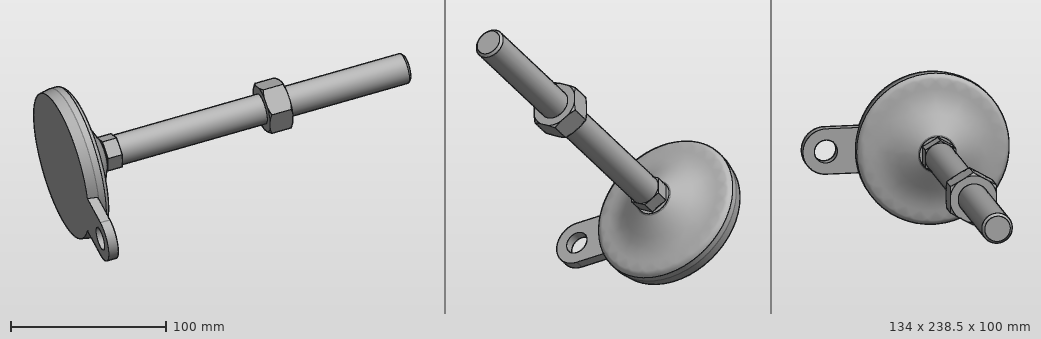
import cadquery as cq
import math

total_length = 238.5
total_width = 134.0

pad_diameter = 100.0
pad_radius = pad_diameter / 2
pad_bottom_radius = 48.7
taper_top = 7.2
rim_top = 11.7
shoulder_radius = 49.0
shoulder_height = 13.4
flare_curve = [(40.0, 15.5), (29.0, 18.4), (20.5, 23.0)]
collar_radius = 12.5
collar_height = 27.0
pad_top = 27.5
pad_top_radius = 11.7

lug_thickness = 6.7
lug_width = 30.0
lug_hole_diameter = 15.0
lug_reach = total_width - pad_radius

stud_diameter = 20.0
stud_chamfer = 1.7
neck_diameter = 17.2
flats_bottom = 28.6
flats_height = 9.8
flats_width = 20.0

nut_bottom = 138.5
nut_height = 15.7
nut_width = 30.0
nut_face_diameter = 30.8
nut_chamfer_angle = 30.0


def cylinder(diameter, bottom, top):
    """Solid cylinder along Y between two heights."""
    return cq.Workplane("XZ", origin=(0, bottom, 0)).circle(diameter / 2).extrude(bottom - top)


def hexagon(width, bottom, height):
    """Hexagonal prism along Y, with two flats facing +X and -X."""
    corner_diameter = width / math.cos(math.radians(30))
    return (
        cq.Workplane("XZ", origin=(0, bottom, 0))
        .transformed(rotate=(0, 0, 30))
        .polygon(6, corner_diameter)
        .extrude(-height)
    )


def make_pad():
    """Turned pad: tapered rim and a smooth shoulder and flare up to the collar."""
    profile = (
        cq.Workplane("XY")
        .polyline([(0, pad_top), (0, 0), (pad_bottom_radius, 0),
                   (pad_radius, taper_top), (pad_radius, rim_top)])
        .spline([(shoulder_radius, shoulder_height), *flare_curve, (collar_radius, collar_height)],
                includeCurrent=True)
        .lineTo(pad_top_radius, pad_top)
        .close()
    )
    return profile.revolve(360, (0, 0, 0), (0, 1, 0))


def make_lug():
    """Flat round-ended lug pointing along +X."""
    hole_x = lug_reach - lug_width / 2
    plate = (
        cq.Workplane("XZ")
        .center(hole_x / 2, 0)
        .rect(hole_x, lug_width)
        .extrude(-lug_thickness)
    )
    tip = cylinder(lug_width, 0, lug_thickness).translate((hole_x, 0, 0))
    hole = cylinder(lug_hole_diameter, 0, lug_thickness).translate((hole_x, 0, 0))
    return plate.union(tip).cut(hole)


def make_stud():
    """Plain stud with a chamfered end, spanner flats and a short neck into the pad."""
    shank = cylinder(stud_diameter, flats_bottom, total_length).faces(">Y").chamfer(stud_chamfer)
    neck = cylinder(neck_diameter, rim_top, flats_bottom)
    flats = hexagon(flats_width, flats_bottom, flats_height)
    return shank.union(flats).union(neck)


def make_nut():
    """Hexagonal nut with both ends coned off at the corners."""
    face_radius = nut_face_diameter / 2
    corner_radius = nut_width / 2 / math.cos(math.radians(30))
    drop = (corner_radius - face_radius) * math.tan(math.radians(nut_chamfer_angle))
    top = nut_bottom + nut_height
    envelope = (
        cq.Workplane("XY")
        .polyline([(0, nut_bottom), (face_radius, nut_bottom), (corner_radius, nut_bottom + drop),
                   (corner_radius, top - drop), (face_radius, top), (0, top)])
        .close()
        .revolve(360, (0, 0, 0), (0, 1, 0))
    )
    return hexagon(nut_width, nut_bottom, nut_height).intersect(envelope)


result = make_pad().union(make_lug()).union(make_stud()).union(make_nut())

---+---

**Goal of the exercise**
Please return the lines above that run from the line containing "includeCurrent=True)" to the line containing "hexagon(nut_width, nut_bottom, nut_height).intersect(envelope)", inclusive, exactly and with no other lines.

**Task response**
                includeCurrent=True)
        .lineTo(pad_top_radius, pad_top)
        .close()
    )
    return profile.revolve(360, (0, 0, 0), (0, 1, 0))


def make_lug():
    """Flat round-ended lug pointing along +X."""
    hole_x = lug_reach - lug_width / 2
    plate = (
        cq.Workplane("XZ")
        .center(hole_x / 2, 0)
        .rect(hole_x, lug_width)
        .extrude(-lug_thickness)
    )
    tip = cylinder(lug_width, 0, lug_thickness).translate((hole_x, 0, 0))
    hole = cylinder(lug_hole_diameter, 0, lug_thickness).translate((hole_x, 0, 0))
    return plate.union(tip).cut(hole)


def make_stud():
    """Plain stud with a chamfered end, spanner flats and a short neck into the pad."""
    shank = cylinder(stud_diameter, flats_bottom, total_length).faces(">Y").chamfer(stud_chamfer)
    neck = cylinder(neck_diameter, rim_top, flats_bottom)
    flats = hexagon(flats_width, flats_bottom, flats_height)
    return shank.union(flats).union(neck)


def make_nut():
    """Hexagonal nut with both ends coned off at the corners."""
    face_radius = nut_face_diameter / 2
    corner_radius = nut_width / 2 / math.cos(math.radians(30))
    drop = (corner_radius - face_radius) * math.tan(math.radians(nut_chamfer_angle))
    top = nut_bottom + nut_height
    envelope = (
        cq.Workplane("XY")
        .polyline([(0, nut_bottom), (face_radius, nut_bottom), (corner_radius, nut_bottom + drop),
                   (corner_radius, top - drop), (face_radius, top), (0, top)])
        .close()
        .revolve(360, (0, 0, 0), (0, 1, 0))
    )
    return hexagon(nut_width, nut_bottom, nut_height).intersect(envelope)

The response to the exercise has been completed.